The purified biodiesel product, containing ~99 wt % DSME, is then cooled to 25 °C using a heat exchanger (H-3). Since the mixture (stream 7) of the distillate from RDISTIL (stream 5) and the vaporised stream from vaporisation contains 98.6 wt % of methanol, it is assumed that the stream can be sufficiently re-used as a methanol source without the need for further purification. This assumption will facilitate a reduced overall equipment cost. The recovered methanol (stream 7) is then cooled to 25 °C using a heat exchanger (H-4) to ensure that the vaporized methanol is returned to its liquid phase (METH-R) to be re-used in the reaction-distillation process.
From Figure 4 and Table 5, it can be seen that from DAF sludge supplied at a feed rate of 1000 tonnes/d, it is theoretically possible to generate 425.6 kg/h of biodiesel with 98.9 wt % DSME. Given that the mass fraction of lipids that are present in the fresh DAF sludge is 0.01038 wt./wt., the mass feed rate of the lipid fraction is 432.634 kg/h. Also, given that the biodiesel product contains 98.9 wt % of DSME, it shows that the biodiesel product of 425.6 kg/h produced will contain 420.92 kg/h of DSME. The mass of the DSME relative to the mass of the DSL available translates to a yield of 97% in percentage.
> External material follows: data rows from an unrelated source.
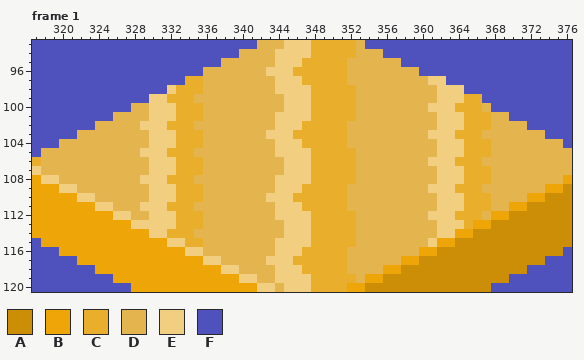
Pixel-art file: resources/Sprites/spritesheet.aseprite. The first picture shows the starting point.
500x500 pixels, 2 frames. Colours within 5 levels of each other are drawn and written as one. Shown: frame 1: x 317..376, y 93..120. The commit also changed other frames or places, which this record leaves out.
Visible layers, top first: "Bathyscaphe Copy/blade", "Bathyscaphe Copy/propeller", "Bathyscaphe Copy/Batyscaphe", "Bathyscaphe/bubbles", "Bathyscaphe/Blue filter" opacity 18%, "Bathyscaphe/light glow", "Bathyscaphe/blade", "Bathyscaphe/propeller", "Bathyscaphe/Batyscaphe", "Tile template", "Ground 1", "Palette", "Background".
Palette (. is transparent): A #cd8e07  B #eea508  C #e8ae2c  D #e4b54e  E #f2ce80  F #4f51bc
Pixels before, frame 1, first column x 317:
 93 FFFFFFFFFFFFFFFFFFFFFFFFFDDDEEECCCCCDFFFFFFFFFFFFFFFFFFFFFFF
 94 FFFFFFFFFFFFFFFFFFFFFFFDDDDEEEECCCCCDDDFFFFFFFFFFFFFFFFFFFFF
 95 FFFFFFFFFFFFFFFFFFFFFDDDDDDEEECCCCCDDDDDDFFFFFFFFFFFFFFFFFFF
 96 FFFFFFFFFFFFFFFFFFFDDDDDDDEEECCCCCCDDDDDDDDFFFFFFFFFFFFFFFFF
 97 FFFFFFFFFFFFFFFFFCCDDDDDDDDEEECCCCCDDDDDDDDDEEFFFFFFFFFFFFFF
 98 FFFFFFFFFFFFFFFECCCDDDDDDDDEEEECCCCCDDDDDDDDDEEEFFFFFFFFFFFF
 99 FFFFFFFFFFFFFEECCCDDDDDDDDDDEEECCCCCDDDDDDDDDEEECCFFFFFFFFFF
100 FFFFFFFFFFFDDEEECCCDDDDDDDDDEEECCCCCDDDDDDDDEEECCCDFFFFFFFFF
101 FFFFFFFFFDDDDEEECCCDDDDDDDDEEEECCCCCDDDDDDDDDEEECCCDDFFFFFFF
102 FFFFFFFDDDDDEEECCCDDDDDDDDDEEECCCCCDDDDDDDDDDEEECCCDDDDFFFFF
103 FFFFFDDDDDDDDEEECCCDDDDDDDEEECCCCCCDDDDDDDDDEEECCCDDDDDDDFFF
104 FFFDDDDDDDDDDEEECCCDDDDDDDDEEECCCCCDDDDDDDDDDEEECCCDDDDDDDDF
105 FDDDDDDDDDDDEEECCCDDDDDDDDDEEEECCCCCDDDDDDDDDEEECCCDDDDDDDDD
106 CDDDDDDDDDDDDEEECCCDDDDDDDDDEEECCCCCDDDDDDDDEEECCCDDDDDDDDDD
107 EDDDDDDDDDDDDEEECCCDDDDDDDDDEEECCCCCDDDDDDDDDEEECCCDDDDDDDDD
108 BEEDDDDDDDDDEEECCCDDDDDDDDDEEEECCCCCDDDDDDDDDEEECCCDDDDDDDDB
109 BBBEEDDDDDDDDEEECCCDDDDDDDDEEECCCCCDDDDDDDDDEEECCCDDDDDDDBBA
110 BBBBBEEDDDDDDEEECCCDDDDDDDEEECCCCCCDDDDDDDDDDEEECCCDDDDBBAAA
111 BBBBBBBEEDDDEEECCCDDDDDDDDDEEECCCCCDDDDDDDDDDEEECCCDDBBAAAAA
112 BBBBBBBBBEEDDEEECCCDDDDDDDDEEEECCCCCDDDDDDDDEEECCCDBBAAAAAAA
113 BBBBBBBBBBBEEEEECCCDDDDDDDDDEEECCCCCDDDDDDDDDEEECBBAAAAAAAAA
114 BBBBBBBBBBBBBEECCCDDDDDDDDDDEEECCCCCDDDDDDDDDEEBBAAAAAAAAAAA
115 FBBBBBBBBBBBBBBEECCDDDDDDDDEEEECCCCCDDDDDDDDEBBAAAAAAAAAAAAA
116 FFFBBBBBBBBBBBBBBEEDDDDDDDDEEECCCCCDDDDDDDDBBAAAAAAAAAAAAAAF
117 FFFFFBBBBBBBBBBBBBBEEDDDDDEEECCCCCCDDDDDDBBAAAAAAAAAAAAAAFFF
118 FFFFFFFBBBBBBBBBBBBBBEEDDDDEEECCCCCDDDDBBAAAAAAAAAAAAAAFFFFF
119 FFFFFFFFFBBBBBBBBBBBBBBEEDDEEEECCCCCDBBAAAAAAAAAAAAAAFFFFFFF
120 FFFFFFFFFFFBBBBBBBBBBBBBBEEDEEECCCCBBAAAAAAAAAAAAAAFFFFFFFFF
New version:
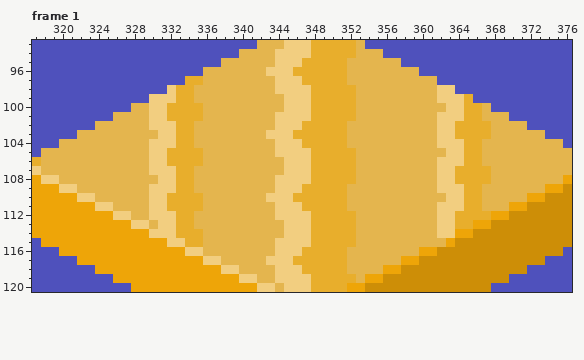
Commit: Try caustic lights
From old to new:
layer "Sand 1" added
layer "Ground 1" removed
Frame 1:
Colour C replaces colour D in row 103 at x 367; in row 105 at x 335; in row 111 at x 335; in row 112 at x 367; in row 114 at x 335.
Colour C replaces colour E in rows 100 to 101 at x 332; in row 102 at x 364; in row 106 at x 332; in rows 107 to 108 at x 364; in row 110 at x 332; in row 113 at x 364.
Colour D replaces colour B in row 115 at x 362.
Colour D replaces colour C in row 98 at x 335; in row 101 at x 367; in row 103 at x 335; in row 104 at x 335 and 367; in row 105 at x 367; in row 107 at x 335.
Colour D replaces colour C in row 109 at x 335; in rows 110 to 111 at x 367; in rows 112 to 113 at x 335.
Colour D replaces colour E in row 97 at x 361; in row 100 at x 361 to 362; in row 102 at x 329; in row 103 at x 330 and 361; in row 105 at x 329 and 362; in row 106 at x 361.
Colour D replaces colour E in row 108 at x 329 to 330; in row 109 at x 361; in row 110 at x 362; in row 111 at x 329; in row 112 at x 361; in row 113 at x 330.
Colour D replaces colour E in row 115 at x 361.
Colour E replaces colour C in row 99 at x 332; in row 100 at x 364; in row 102 at x 332; in row 106 at x 364; in row 108 at x 332; in row 109 at x 364.
Colour E replaces colour C in row 114 at x 332.
Colour F replaces colour C in row 99 at x 366.
Colour F replaces colour E in row 97 at x 362; in row 98 at x 364.
Where, in picture pixels (left, top, right, bottom), the same in both pictures:
changed: (428, 76, 491, 247)
changed: (140, 85, 203, 238)

The results that are listed in Table 5 also suggest that biodiesel production from 1000 tonnes/d or 41,667 kg/h of high moisture DAF sludge will generate a significant mass of 41,265.7 kg/h of the by-product (AQU) containing mainly water (93 wt %) with small masses of ash (1.8 wt %), carbohydrate (3.5 wt %), proteins (1.8 wt %) and glycerol (0.1 wt %). Clearly, the low mass of glycerol (0.1 wt % fraction) present in this by-product stream does not justify the introduction of additional glycerol purification steps. However, in line with the resource recovery principle, this stream is not considered as waste, but rather a by-product that can effectively serve as a feedstock for secondary biomethane generation via an anaerobic digestion process. The utilisation of this residue as a co-digestion substrate is therefore investigated in another study [72].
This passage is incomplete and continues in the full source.